Imagery from the Hubble Space Telescope showed icy plumes erupting from Europa's surface, indicating water below the ice that may be heated by Jupiter's extreme gravity.
But no mission to Jupiter has had the ability to look below Europa's surface for evidence of liquid water, he said.
"The Europa Clipper's sophisticated instrument suite is specifically designed to ... probe its watery interior, evaluate its composition and provide information on its geology and level of current activity," Pappalardo said.
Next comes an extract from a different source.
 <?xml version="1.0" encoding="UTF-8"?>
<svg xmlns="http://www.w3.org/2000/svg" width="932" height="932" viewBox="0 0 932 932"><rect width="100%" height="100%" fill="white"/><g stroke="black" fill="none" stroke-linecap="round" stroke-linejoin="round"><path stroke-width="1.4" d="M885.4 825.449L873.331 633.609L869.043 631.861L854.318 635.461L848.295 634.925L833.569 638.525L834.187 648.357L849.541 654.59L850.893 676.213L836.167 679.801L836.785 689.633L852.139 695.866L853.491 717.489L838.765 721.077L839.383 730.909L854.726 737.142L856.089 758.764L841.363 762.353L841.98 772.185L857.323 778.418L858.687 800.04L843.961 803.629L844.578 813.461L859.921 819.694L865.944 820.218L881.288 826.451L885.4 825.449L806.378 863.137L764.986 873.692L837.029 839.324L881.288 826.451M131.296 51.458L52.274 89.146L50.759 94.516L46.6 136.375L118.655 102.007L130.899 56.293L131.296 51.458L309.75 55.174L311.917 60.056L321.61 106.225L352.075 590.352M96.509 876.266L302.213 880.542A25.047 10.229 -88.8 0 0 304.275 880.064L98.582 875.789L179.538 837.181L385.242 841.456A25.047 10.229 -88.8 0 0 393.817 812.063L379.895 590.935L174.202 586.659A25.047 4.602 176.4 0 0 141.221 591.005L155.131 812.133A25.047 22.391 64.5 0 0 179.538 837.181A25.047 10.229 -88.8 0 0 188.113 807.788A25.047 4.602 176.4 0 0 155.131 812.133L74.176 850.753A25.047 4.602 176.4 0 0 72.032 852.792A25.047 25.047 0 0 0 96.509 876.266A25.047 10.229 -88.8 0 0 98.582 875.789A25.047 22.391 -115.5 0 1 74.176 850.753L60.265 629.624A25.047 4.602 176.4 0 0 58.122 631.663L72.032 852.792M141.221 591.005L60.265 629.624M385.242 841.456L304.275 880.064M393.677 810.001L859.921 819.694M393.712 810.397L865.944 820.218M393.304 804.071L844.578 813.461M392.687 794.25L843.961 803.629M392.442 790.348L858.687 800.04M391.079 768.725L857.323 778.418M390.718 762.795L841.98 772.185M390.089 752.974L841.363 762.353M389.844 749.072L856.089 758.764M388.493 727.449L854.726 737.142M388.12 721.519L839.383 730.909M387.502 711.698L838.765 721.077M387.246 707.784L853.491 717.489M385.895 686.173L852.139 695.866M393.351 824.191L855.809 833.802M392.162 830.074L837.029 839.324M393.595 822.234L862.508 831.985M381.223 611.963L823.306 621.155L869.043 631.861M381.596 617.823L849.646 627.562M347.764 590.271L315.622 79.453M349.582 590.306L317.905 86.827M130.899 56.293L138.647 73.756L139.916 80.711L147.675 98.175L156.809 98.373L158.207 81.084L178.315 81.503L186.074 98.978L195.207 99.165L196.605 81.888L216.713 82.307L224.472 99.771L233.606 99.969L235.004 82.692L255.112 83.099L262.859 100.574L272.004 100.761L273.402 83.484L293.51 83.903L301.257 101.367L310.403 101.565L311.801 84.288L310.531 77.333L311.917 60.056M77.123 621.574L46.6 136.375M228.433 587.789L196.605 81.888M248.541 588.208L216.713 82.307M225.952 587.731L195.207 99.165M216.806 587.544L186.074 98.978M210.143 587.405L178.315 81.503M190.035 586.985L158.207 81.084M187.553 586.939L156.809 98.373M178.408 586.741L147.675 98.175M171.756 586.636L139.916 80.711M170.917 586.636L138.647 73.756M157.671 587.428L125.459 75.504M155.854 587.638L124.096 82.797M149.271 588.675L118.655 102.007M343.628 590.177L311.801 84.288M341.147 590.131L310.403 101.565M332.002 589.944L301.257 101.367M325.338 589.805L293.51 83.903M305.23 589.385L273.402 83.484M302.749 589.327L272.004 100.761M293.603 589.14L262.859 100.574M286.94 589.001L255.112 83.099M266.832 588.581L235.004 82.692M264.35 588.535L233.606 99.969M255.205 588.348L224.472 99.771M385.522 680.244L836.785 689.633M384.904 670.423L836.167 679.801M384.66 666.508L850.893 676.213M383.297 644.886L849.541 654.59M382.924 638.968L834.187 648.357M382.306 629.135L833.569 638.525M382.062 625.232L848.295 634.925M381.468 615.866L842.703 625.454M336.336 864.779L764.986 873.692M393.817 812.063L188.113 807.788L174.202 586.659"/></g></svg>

If successful, the probe may designate a landing site for a future mission that could drill into the ice or probe it more deeply from the surface, he said.
"If we were to find an especially interesting location, with evidence for near-surface water, evidence of recent heat or plumes, and perhaps organic materials -- then that would be the kind of oasis that we would want to target," Pappalardo said.
The spacecraft will be about the size of an SUV with solar panels extending nearly the length of a basketball court.
Supply chain issues that have plagued high-tech industries since the COVID-19 pandemic began may still be a challenge, but NASA believes it can stay on schedule, Jordan Evans, Europa Clipper deputy project manager, said in an email.
"The team has been building the subsystems and instruments throughout the pandemic and has successfully managed the supply chain issues to date," Evans said. "With this resiliency, and with the team we have in place, we have high confidence in the overall schedule to meet our 2024 launch date."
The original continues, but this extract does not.